Capture and delivery of tail-anchored proteins to the endoplasmic reticulum

Abstract

Tail-anchored (TA) proteins fulfill diverse cellular functions within different organellar membranes. Their characteristic C-terminal transmembrane segment renders TA proteins inherently prone to aggregation and necessitates their posttranslational targeting. The guided entry of TA proteins (GET in yeast)/transmembrane recognition complex (TRC in humans) pathway represents a major route for TA proteins to the endoplasmic reticulum (ER). Here, we review important new insights into the capture of nascent TA proteins at the ribosome by the GET pathway pretargeting complex and the mechanism of their delivery into the ER membrane by the GET receptor insertase. Interestingly, several alternative routes by which TA proteins can be targeted to the ER have emerged, raising intriguing questions about how selectivity is achieved during TA protein capture. Furthermore, mistargeting of TA proteins is a fundamental cellular problem, and we discuss the recently discovered quality control machineries in the ER and outer mitochondrial membrane for displacing mislocalized TA proteins.

Figure 1.

TA protein targeting to the ER in yeast. Nascent TA proteins emerging from the ribosome can be captured by alternative ER-targeting machineries. A major route to the ER is via the GET pathway, involving ribosome-associated capture by Sgt2, followed by Get4/Get5-mediated handover to the Get3 ATPase and insertion into the ER membrane by a heterotetrameric GET receptor complex composed of Get1 and Get2.

Figure 2.

TA protein targeting to the ER in mammals. Mammalian TA proteins are predominantly targeted to the ER by the TRC pathway. After capture by SGTA, together with the BAG6 complex (BAG6, UBL4A, and TRC35), the TA protein is passed to the TRC40 chaperone for delivery to the ER-bound receptor complex formed by WRB and CAML. BAG6 has dual functions bridging ER targeting and ubiquitination of TA proteins and can be antagonized by SGTA. Ubiquitinated TA proteins can be deubiquitinated by ER-associated UPS20/UPS33.

Figure 3.

Architecture of the Get1/WRB and Get2/CAML in the GET/TRC receptor complex. Get1/WRB and Get2/CAML both possess three TMDs (labeled 1–3) and rely on each other for stability and correct assembly within the ER membrane. The cytosolic regions of Get2/CAML (N-terminus and a loop between TMD 2 and 3) and a cytosolic region of Get1/WRB between TMDs 1 and 2 are docking sites for Get3/TRC40 carrying a TA protein cargo.
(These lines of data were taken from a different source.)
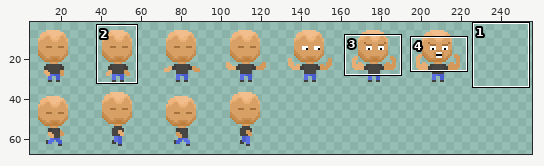
Edited in one commit: pixel-art file (Vojtech/Assets/Sprites/Character.aseprite). Above, an overview of the earlier version with the close-up marked.
Close-up. As it was:
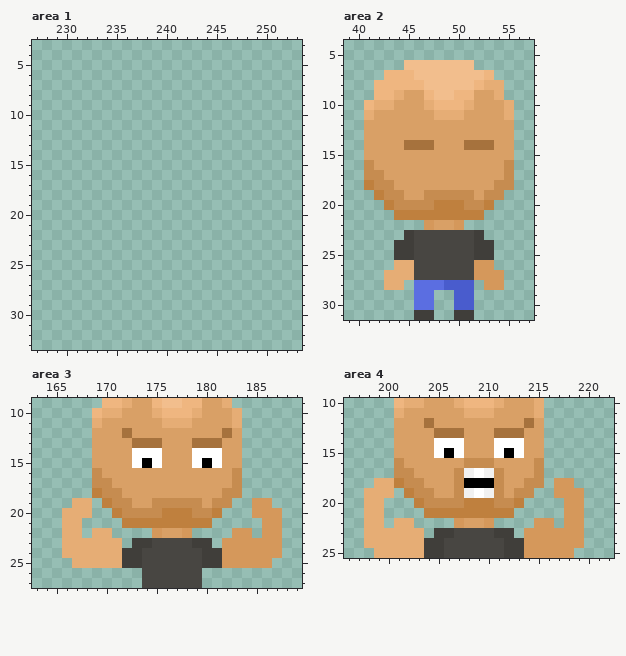
256x256 pixels, 1 frame. Colours within 5 levels of each other are drawn and written as one. Shown: area 1: x 227..253, y 3..33; area 2: x 39..57, y 4..31; area 3: x 163..189, y 9..27; area 4: x 196..222, y 10..25. The wide view leaves out empty margins. The commit also changed other parts of the picture, which this record leaves out.
After the commit:
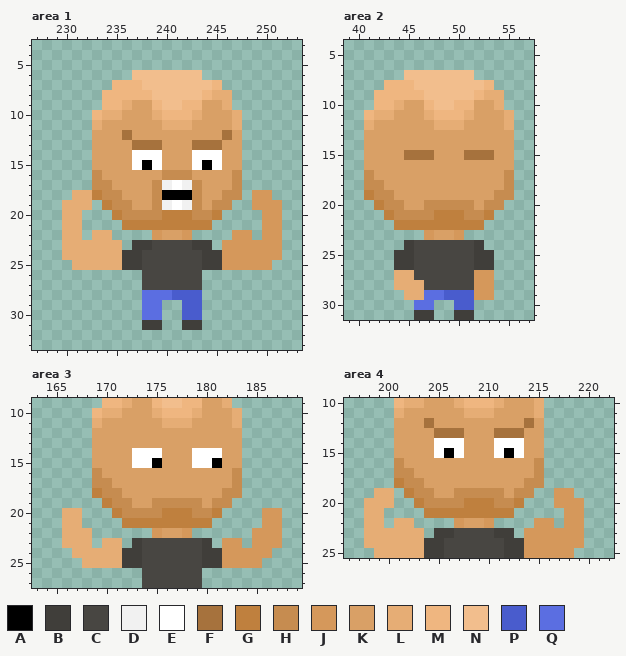
Palette (. is transparent): A #000000  B #403e3a  C #484642  D #f1f1f1  E #ffffff  F #a6723d  G #bf803e  H #c68c50  J #d5985b  K #d9a066  L #e6ad75  M #efb680  N #f2be8d  P #495ccd  Q #5b6ee1
Diff:
Changed rows in their new state; - is an unchanged pixel.
Area 1:
first column x 230:
 6 -------NNNNNNN--------
 7 -----MMMNNNNNNNM------
 8 ----MMMMMNNNNNMLL-----
 9 ----MMLKKMNNMMKKL-----
10 ---MLLKKKLMMMLKKKL----
11 ---LKKKKKKLLLKKKKL----
12 ---KKKFKKKKKKKKKFK----
13 ---KKKKFFFKKKFFFKK----
14 ---KKKKEEEKKKEEEKK----
15 ---KKKKEAEKKKEAEKK----
16 ---HKKKKKKHHHKKKKH----
17 ---HHKKKKHDEDHKKKH----
18 -LLGHHKKKHAAAHKKHH-JJ-
19 LLL-GHHKKHDEDHKHH--JJJ
20 LL---GHHHHGGGHHG----JJ
21 LL----GGGGGGGGG-----JJ
22 LL-LL----JKKJ----JJ-JJ
23 LLLLLL-BBCCCCBB-JJJJJJ
24 LLLLLLBBCCCCCCBBJJJJJJ
25 -LLLLLBBCCCCCCBBJJJJJ-
26 --------CCCCCC--------
27 --------CCCCCC--------
28 --------QQQPPP--------
29 --------QQ--PP--------
30 --------QQ--PP--------
31 --------BB--BB--------
Area 2:
first column x 41:
 6 ----.......----
 7 --..N------..--
 8 -.---N-----NM.-
 9 ---MMMN--NNML--
10 .MML--MNN-M--L.
11 MLL---LMMML----
12 L------LLL----L
14 ----KKK---KKK--
15 ----FFF---FFF--
16 K-------------K
17 -K-------------
18 H-K----------K-
19 GH-K--KKKKK-K-H
20 -GH-KK-HHH-KHH-
21 --GHHHH---HHG--
22 ---GGGGGGGGG---
23 ----..JKKJ..---
24 ---.--------.--
26 ---BB------BB--
27 --.----------.-
28 --.-LLCCCCCJ-.-
29 ----LL-QP--JJ--
Area 3, layers "Hands", "Head", "Shirt":
first column x 172:
12 K---------K
13 -KKK---KKK-
15 --EA----EA-
first column x 166:
19 -..----------------..-
20 --.----------------.--
22 --L..------------..J--
23 ---.----C----C----.---
24 .--------------------.
25 -.------------------.-
Area 4, layers "Hands", "Head":
first column x 198:
16 ----------KKK---------
17 ---------KKKKK--------
18 -..------KKKKK-----..-
19 .---------HHH--------.
20 --L----------------J--
Where, in picture pixels (left, top, right, bottom), the same in both close-ups:
added: (62, 70, 282, 330)
changed: (364, 60, 514, 300)
changed: (62, 428, 282, 568)
changed: (454, 458, 504, 498)
changed: (364, 478, 394, 508)
changed: (554, 478, 584, 508)

A hydrophilic groove formed by the Get1/WRB TMDs and Get2/CAML TMD3 is proposed to serve as an insertion route for TA proteins to enter the membrane. Assembly of the heterodimer shown here into the final heterotetrameric structure of the receptor upon Get3/TRC40 binding involves protein–lipid interactions.

Figure 4.

Quality control machineries regulating distribution of mislocalized TA proteins between the ER and other organelles. ER-destined and peroxisome (Perox.)-destined TA proteins can mislocalize to the OMM, and OMM TA proteins can mislocalize to the ER. ATP-dependent machines in these membranes can recognize and displace mistargeted protein while correctly localized proteins are retained, for example by interactions with binding partners (indicated by unnamed, colored circles on the OMM). Nomenclature is as in yeast.